━━━━━ Dataset

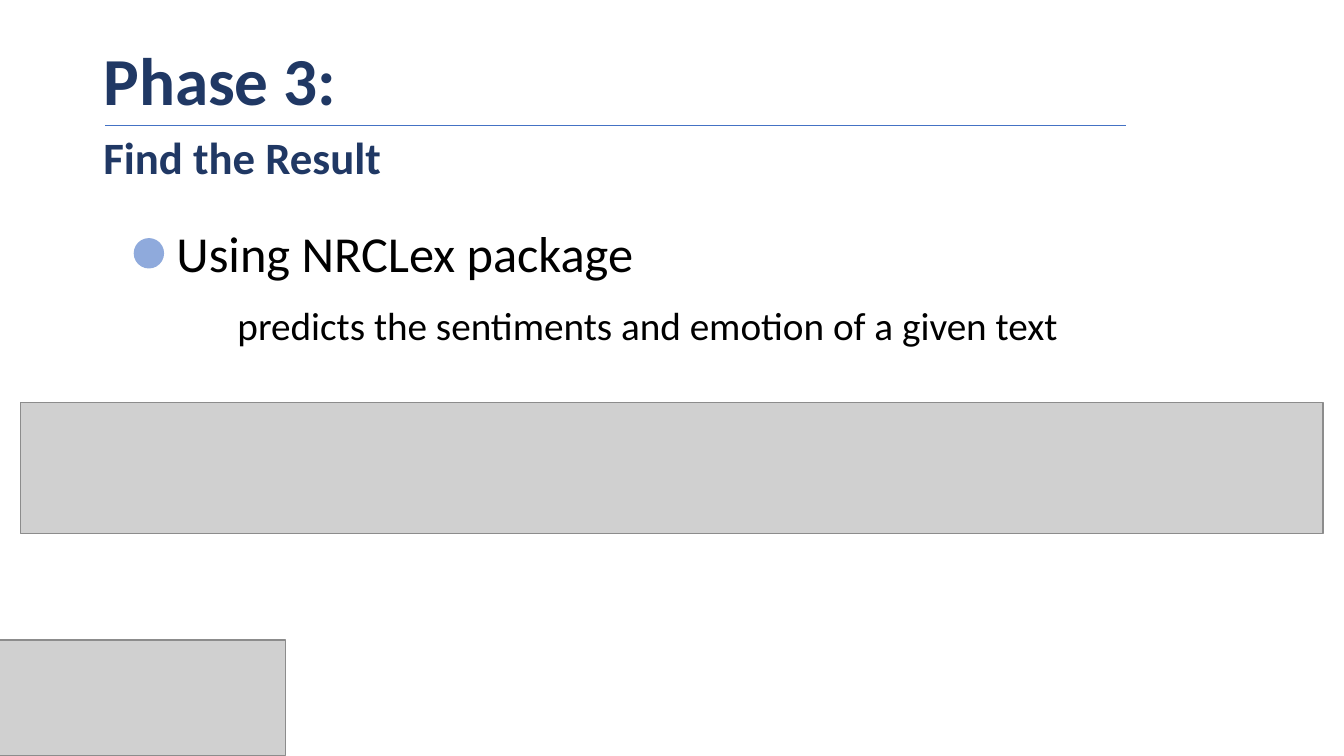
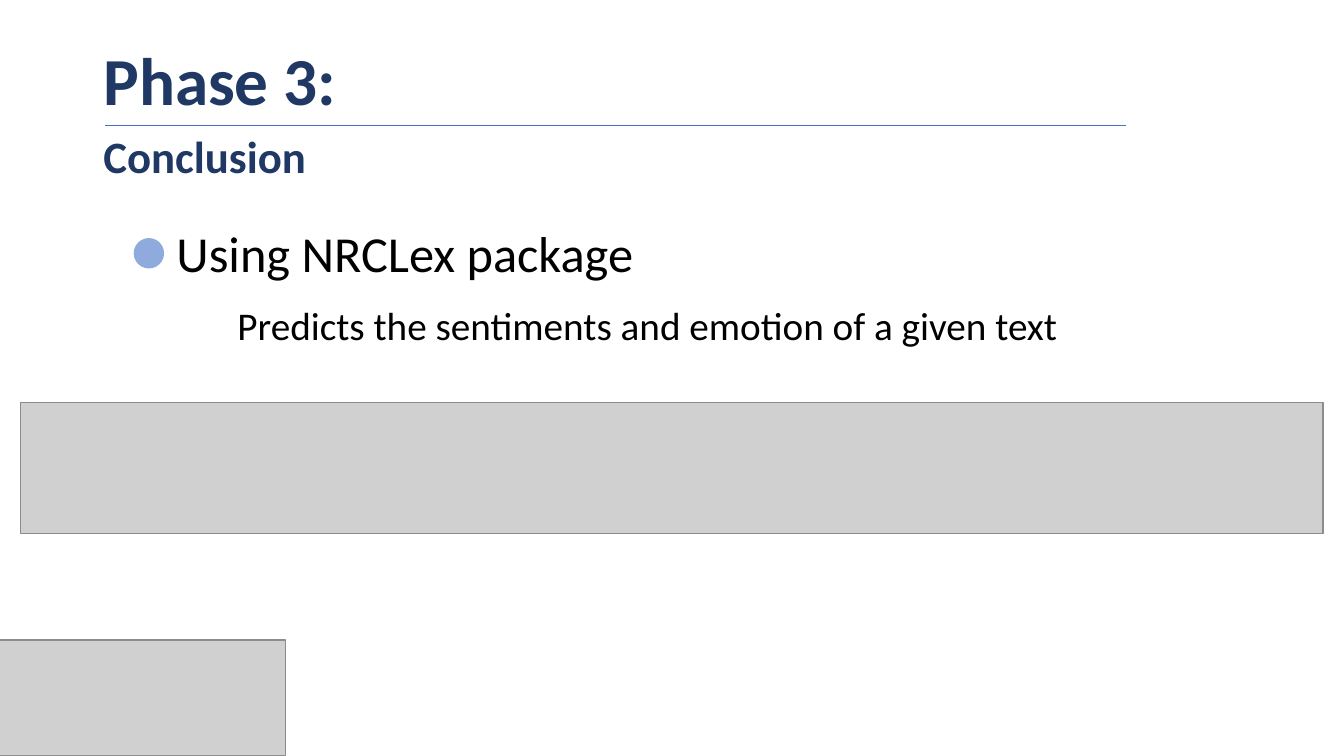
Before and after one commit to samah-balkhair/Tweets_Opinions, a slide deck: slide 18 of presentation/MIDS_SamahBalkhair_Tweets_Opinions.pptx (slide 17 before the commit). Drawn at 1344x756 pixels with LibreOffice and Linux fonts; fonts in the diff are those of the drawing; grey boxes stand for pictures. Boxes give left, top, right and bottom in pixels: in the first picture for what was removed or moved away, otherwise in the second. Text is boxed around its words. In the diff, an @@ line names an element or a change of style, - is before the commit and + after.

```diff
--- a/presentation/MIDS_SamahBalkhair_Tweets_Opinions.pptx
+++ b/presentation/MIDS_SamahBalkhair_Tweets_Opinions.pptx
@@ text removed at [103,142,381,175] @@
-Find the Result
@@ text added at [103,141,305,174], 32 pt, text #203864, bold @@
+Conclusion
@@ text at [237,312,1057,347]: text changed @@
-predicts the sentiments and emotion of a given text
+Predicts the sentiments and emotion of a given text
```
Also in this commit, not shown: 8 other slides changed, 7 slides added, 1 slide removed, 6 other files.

━━━━━━━━━━
━━━━━ Dataset

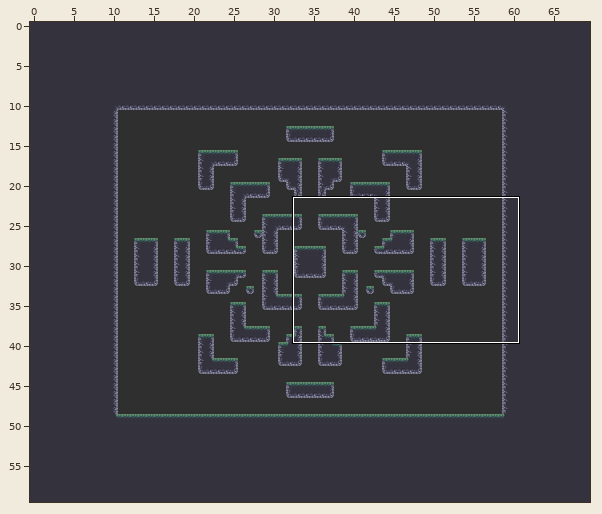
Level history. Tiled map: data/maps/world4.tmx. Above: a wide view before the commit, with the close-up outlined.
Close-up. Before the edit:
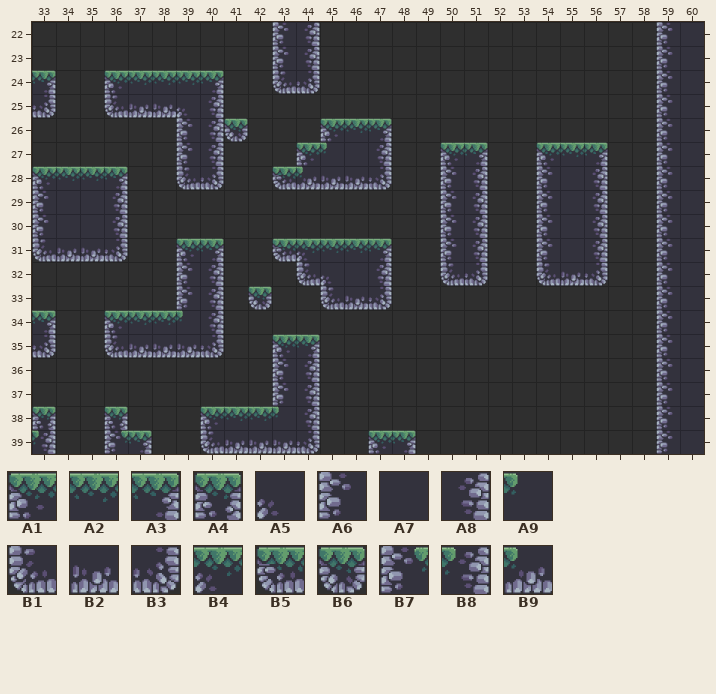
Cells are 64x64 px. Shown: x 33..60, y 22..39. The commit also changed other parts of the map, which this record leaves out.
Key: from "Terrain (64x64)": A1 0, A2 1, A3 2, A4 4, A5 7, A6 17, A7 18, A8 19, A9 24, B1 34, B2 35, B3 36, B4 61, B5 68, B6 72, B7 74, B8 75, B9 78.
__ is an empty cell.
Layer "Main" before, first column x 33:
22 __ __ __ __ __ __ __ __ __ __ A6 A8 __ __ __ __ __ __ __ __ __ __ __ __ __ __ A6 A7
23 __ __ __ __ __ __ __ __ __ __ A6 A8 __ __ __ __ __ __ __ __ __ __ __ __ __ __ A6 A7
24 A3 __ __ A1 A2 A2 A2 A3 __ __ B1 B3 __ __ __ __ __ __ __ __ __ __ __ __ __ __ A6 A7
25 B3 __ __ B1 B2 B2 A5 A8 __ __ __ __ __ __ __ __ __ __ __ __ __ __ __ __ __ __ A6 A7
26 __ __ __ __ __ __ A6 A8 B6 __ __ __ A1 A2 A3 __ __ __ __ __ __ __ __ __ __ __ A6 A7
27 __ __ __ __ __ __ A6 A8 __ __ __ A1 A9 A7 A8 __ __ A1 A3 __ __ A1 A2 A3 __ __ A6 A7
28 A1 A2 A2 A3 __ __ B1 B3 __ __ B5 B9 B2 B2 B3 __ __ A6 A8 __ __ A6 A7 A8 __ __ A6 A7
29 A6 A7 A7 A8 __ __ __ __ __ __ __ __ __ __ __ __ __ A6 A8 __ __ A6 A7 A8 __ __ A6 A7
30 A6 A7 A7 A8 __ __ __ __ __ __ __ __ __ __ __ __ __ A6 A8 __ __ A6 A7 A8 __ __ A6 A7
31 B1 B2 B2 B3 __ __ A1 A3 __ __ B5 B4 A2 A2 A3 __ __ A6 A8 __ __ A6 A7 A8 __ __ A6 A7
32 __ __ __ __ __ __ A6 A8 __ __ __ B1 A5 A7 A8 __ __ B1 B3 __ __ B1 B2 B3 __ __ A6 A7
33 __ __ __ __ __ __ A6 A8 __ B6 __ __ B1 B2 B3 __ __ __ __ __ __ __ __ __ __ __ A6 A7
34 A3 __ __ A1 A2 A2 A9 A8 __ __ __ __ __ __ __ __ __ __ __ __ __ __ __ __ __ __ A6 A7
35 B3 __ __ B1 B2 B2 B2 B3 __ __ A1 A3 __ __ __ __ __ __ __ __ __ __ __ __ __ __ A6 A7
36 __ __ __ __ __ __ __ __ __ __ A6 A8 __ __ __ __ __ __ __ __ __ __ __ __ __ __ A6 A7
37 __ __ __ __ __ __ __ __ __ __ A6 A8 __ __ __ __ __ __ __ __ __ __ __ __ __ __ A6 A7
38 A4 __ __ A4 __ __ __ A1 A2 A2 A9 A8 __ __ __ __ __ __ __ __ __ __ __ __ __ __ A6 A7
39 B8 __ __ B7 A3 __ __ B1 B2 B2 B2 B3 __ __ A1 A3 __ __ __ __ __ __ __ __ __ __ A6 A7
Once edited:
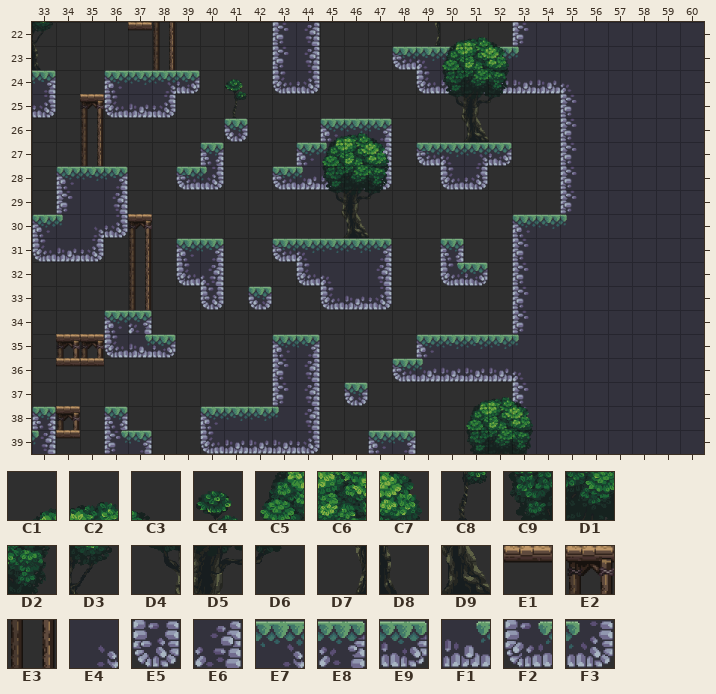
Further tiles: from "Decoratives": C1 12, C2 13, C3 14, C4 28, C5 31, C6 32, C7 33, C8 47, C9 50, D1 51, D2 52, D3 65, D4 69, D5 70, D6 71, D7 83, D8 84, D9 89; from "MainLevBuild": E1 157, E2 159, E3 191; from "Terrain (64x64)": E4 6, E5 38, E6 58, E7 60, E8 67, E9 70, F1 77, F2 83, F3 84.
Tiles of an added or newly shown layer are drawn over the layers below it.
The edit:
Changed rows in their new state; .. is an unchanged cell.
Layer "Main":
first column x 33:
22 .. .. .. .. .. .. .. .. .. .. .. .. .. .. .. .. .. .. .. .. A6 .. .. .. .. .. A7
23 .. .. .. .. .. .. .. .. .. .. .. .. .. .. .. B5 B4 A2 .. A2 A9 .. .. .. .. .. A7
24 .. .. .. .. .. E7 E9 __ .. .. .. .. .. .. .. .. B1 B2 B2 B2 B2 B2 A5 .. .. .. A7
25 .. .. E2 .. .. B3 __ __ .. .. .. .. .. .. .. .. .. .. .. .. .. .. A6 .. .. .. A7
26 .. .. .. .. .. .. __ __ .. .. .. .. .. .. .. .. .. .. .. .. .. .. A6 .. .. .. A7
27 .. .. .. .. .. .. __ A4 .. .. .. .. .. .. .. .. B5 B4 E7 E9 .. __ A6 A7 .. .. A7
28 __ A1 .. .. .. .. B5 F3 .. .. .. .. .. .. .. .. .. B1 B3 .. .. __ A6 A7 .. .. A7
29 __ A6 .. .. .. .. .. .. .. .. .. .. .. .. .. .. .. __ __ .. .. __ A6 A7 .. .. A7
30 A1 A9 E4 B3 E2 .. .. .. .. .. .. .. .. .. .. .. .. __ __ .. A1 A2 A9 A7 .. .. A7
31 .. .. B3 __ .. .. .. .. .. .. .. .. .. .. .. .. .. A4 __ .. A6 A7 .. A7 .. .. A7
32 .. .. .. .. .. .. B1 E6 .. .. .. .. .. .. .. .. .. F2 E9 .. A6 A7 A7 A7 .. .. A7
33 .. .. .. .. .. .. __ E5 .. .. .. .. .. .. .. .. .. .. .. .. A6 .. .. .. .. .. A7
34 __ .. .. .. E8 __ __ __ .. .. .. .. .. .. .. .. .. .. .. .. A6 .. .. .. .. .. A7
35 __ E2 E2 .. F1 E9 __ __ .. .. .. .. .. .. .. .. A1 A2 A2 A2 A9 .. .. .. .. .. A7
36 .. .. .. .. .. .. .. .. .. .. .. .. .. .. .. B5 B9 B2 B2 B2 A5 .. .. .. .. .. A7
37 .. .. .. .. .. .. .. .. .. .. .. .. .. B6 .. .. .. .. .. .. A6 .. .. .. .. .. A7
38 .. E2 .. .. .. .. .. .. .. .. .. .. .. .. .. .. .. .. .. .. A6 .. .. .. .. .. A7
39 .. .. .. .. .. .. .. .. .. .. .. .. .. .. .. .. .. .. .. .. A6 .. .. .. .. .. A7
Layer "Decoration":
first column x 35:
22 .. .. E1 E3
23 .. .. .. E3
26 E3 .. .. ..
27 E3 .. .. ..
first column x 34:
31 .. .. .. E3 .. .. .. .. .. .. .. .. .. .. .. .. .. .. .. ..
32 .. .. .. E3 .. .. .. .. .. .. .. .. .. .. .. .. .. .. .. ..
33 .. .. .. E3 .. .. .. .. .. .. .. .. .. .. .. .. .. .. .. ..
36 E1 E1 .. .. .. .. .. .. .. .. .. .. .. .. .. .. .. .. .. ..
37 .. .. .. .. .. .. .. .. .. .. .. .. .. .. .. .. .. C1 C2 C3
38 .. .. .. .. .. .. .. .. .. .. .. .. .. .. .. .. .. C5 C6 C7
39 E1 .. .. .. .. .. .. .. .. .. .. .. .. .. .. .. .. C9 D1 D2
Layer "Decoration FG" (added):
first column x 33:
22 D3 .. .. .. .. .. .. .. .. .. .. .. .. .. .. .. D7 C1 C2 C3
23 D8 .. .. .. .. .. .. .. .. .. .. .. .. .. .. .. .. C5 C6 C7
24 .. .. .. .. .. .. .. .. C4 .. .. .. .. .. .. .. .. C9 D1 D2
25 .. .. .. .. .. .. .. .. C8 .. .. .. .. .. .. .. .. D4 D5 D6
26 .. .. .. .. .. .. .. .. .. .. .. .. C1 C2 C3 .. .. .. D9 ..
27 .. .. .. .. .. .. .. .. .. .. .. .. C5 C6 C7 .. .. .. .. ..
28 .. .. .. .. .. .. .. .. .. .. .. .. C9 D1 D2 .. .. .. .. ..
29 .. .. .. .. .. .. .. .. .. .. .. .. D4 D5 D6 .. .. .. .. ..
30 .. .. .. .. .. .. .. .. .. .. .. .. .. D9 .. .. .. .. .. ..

━━━━━━━━━━

| Task prompt |
Look through the entries above and quote exactly the lines from the line with "Before and after" to the line with "Also in this", counting both of those lines.

| Your solution |
Before and after one commit to samah-balkhair/Tweets_Opinions, a slide deck: slide 18 of presentation/MIDS_SamahBalkhair_Tweets_Opinions.pptx (slide 17 before the commit). Drawn at 1344x756 pixels with LibreOffice and Linux fonts; fonts in the diff are those of the drawing; grey boxes stand for pictures. Boxes give left, top, right and bottom in pixels: in the first picture for what was removed or moved away, otherwise in the second. Text is boxed around its words. In the diff, an @@ line names an element or a change of style, - is before the commit and + after.

```diff
--- a/presentation/MIDS_SamahBalkhair_Tweets_Opinions.pptx
+++ b/presentation/MIDS_SamahBalkhair_Tweets_Opinions.pptx
@@ text removed at [103,142,381,175] @@
-Find the Result
@@ text added at [103,141,305,174], 32 pt, text #203864, bold @@
+Conclusion
@@ text at [237,312,1057,347]: text changed @@
-predicts the sentiments and emotion of a given text
+Predicts the sentiments and emotion of a given text
```
Also in this commit, not shown: 8 other slides changed, 7 slides added, 1 slide removed, 6 other files.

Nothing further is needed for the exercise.